Krugman closes his piece today with:
Meanwhile, powerful political factions find that bad economic analysis serves their objectives. Most obviously, people whose real goal is dismantling the social safety net have found promoting deficit panic an effective way to push their agenda. And such people have been aided and abetted by what I've come to think of as the trahison des nerds -- the willingness of some economists to come up with analyses that tell powerful people what they want to hear, whether it's that slashing government spending is actually expansionary, because of confidence, or that government debt somehow has dire effects on economic growth even if interest rates stay low.

Whatever the reasons basic economics got tossed aside, the result has been tragic. Most of the waste and suffering that have afflicted Western economies these past five years was unnecessary. We have, all along, had the knowledge and the tools to restore full employment. But policy makers just keep finding reasons not to do the right thing.

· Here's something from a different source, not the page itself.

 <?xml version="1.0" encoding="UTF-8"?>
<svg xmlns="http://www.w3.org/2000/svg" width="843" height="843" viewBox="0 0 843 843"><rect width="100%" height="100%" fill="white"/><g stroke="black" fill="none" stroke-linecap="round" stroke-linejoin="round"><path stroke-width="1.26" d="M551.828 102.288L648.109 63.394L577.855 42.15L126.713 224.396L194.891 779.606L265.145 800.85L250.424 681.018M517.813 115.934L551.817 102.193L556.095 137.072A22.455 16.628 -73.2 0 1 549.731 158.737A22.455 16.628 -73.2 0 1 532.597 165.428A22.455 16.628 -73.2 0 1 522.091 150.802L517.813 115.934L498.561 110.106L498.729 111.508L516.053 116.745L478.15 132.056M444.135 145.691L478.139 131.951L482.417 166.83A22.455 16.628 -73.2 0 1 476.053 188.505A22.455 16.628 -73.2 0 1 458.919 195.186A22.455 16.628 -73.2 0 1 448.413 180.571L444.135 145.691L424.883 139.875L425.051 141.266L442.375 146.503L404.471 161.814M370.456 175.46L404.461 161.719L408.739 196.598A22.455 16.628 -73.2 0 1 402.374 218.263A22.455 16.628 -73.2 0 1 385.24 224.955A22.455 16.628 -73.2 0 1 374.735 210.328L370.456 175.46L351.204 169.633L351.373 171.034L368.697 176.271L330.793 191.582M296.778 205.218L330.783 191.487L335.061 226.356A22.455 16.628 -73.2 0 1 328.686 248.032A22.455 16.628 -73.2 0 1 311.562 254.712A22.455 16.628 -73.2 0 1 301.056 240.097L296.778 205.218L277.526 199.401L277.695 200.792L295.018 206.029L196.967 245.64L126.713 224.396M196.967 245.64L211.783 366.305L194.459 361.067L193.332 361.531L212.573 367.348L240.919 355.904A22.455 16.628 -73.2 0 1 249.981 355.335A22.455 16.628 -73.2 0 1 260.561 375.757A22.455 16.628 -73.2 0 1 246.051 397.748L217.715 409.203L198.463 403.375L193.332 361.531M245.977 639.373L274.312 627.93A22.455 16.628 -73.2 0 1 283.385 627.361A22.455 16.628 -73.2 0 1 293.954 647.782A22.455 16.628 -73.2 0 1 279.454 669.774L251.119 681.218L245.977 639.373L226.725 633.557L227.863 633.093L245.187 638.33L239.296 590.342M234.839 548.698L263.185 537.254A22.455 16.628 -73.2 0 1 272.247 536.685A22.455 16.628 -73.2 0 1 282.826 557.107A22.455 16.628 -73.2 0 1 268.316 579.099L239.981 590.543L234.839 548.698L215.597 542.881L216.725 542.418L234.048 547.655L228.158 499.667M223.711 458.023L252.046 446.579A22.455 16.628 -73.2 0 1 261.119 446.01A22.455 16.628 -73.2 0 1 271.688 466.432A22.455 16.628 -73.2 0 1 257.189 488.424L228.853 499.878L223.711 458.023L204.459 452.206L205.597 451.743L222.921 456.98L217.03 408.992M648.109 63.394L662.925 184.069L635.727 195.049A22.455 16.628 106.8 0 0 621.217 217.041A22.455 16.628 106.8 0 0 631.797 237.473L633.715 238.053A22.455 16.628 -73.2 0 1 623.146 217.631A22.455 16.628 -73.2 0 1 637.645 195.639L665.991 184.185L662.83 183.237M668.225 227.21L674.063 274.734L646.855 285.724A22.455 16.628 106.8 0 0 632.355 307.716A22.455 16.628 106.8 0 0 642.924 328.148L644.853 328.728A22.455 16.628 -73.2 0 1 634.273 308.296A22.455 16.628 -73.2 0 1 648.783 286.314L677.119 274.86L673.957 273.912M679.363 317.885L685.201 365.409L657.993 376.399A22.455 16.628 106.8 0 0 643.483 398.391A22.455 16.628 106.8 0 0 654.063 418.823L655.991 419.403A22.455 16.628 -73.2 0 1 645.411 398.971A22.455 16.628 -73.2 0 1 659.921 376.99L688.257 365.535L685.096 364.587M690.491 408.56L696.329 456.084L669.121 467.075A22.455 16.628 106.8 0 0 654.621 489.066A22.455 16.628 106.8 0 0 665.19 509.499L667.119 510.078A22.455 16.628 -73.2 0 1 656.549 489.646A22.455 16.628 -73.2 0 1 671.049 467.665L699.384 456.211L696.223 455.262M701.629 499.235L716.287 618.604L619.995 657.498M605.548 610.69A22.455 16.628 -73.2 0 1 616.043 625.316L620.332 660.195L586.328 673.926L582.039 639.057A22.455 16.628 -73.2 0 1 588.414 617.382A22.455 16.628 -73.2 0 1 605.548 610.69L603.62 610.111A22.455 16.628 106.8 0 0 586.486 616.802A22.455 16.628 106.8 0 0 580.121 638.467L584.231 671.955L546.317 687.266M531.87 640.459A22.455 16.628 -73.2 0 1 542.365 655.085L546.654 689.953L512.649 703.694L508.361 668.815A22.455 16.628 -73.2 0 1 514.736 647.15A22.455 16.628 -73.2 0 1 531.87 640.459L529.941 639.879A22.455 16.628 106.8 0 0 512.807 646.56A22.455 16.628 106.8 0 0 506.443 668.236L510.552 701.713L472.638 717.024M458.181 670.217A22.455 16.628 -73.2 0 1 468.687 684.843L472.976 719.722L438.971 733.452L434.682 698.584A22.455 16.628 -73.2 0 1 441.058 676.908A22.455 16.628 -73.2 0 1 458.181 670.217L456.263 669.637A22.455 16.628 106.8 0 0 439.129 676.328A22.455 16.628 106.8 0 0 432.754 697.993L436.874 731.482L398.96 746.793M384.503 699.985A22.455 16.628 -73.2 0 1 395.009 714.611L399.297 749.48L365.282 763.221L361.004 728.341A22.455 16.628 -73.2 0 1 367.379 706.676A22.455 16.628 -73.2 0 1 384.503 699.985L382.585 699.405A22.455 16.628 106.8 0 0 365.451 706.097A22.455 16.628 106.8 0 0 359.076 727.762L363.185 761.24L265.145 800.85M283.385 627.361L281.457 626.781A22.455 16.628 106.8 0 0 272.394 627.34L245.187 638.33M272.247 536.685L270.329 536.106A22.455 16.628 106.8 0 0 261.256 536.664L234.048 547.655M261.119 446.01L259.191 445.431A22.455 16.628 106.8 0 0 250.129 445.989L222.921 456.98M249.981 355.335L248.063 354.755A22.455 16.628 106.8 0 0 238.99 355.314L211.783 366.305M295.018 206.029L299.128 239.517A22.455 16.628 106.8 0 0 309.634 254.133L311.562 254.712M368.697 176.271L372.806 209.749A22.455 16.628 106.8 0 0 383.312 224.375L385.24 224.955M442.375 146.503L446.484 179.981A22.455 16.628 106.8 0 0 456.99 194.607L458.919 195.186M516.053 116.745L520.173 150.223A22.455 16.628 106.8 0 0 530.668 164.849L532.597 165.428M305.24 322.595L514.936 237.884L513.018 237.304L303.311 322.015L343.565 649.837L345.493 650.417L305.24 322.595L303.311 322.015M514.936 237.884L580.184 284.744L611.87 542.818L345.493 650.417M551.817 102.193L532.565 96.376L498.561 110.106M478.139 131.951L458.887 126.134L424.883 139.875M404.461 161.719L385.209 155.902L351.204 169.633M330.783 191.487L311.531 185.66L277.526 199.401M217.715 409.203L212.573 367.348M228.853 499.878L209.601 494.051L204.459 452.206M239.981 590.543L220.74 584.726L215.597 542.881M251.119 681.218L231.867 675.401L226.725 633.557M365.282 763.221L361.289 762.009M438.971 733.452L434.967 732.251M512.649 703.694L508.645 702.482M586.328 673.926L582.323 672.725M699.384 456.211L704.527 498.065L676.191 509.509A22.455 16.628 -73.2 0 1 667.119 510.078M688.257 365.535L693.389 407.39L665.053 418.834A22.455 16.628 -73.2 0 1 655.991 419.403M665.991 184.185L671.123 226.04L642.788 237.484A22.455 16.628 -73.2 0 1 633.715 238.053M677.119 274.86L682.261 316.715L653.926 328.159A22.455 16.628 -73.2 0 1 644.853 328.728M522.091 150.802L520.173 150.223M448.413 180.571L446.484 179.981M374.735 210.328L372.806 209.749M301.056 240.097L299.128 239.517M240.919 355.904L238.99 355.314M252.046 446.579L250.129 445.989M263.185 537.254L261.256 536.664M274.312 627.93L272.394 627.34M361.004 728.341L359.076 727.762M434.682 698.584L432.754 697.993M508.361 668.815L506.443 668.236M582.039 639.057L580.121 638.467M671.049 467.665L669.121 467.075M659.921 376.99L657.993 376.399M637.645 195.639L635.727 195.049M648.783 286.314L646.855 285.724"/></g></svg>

Back to Norris. In discussing some new, innovative(?), techniques:
The funds also have the freedom to move in and out of different kinds of bonds, which is supposed to produce superior performance -- and will do so if the managers do turn out to be able to call market turns in advance.

Good luck.

Norris is generally pretty laid back. But then adds this zinger, Vulcan mind meld with Your Humble Servant
All this easy credit may not do as much as it could for the economy. Loans that finance corporate acquisitions, or dividends to private equity funds, won't do anything for employment, or at least a lot less than loans that pay for the purchase of new plants and equipment.

Finally, he closes with (making for a Three Musketeers moment)
At least some of the criticism might be better directed at the Congress. Had it been willing to provide more fiscal stimulus, the Fed might not have been forced to follow the course it has.

Once again, whenever data contradicts policy, and policy is controlled by those with the Big Bucks, policy wins.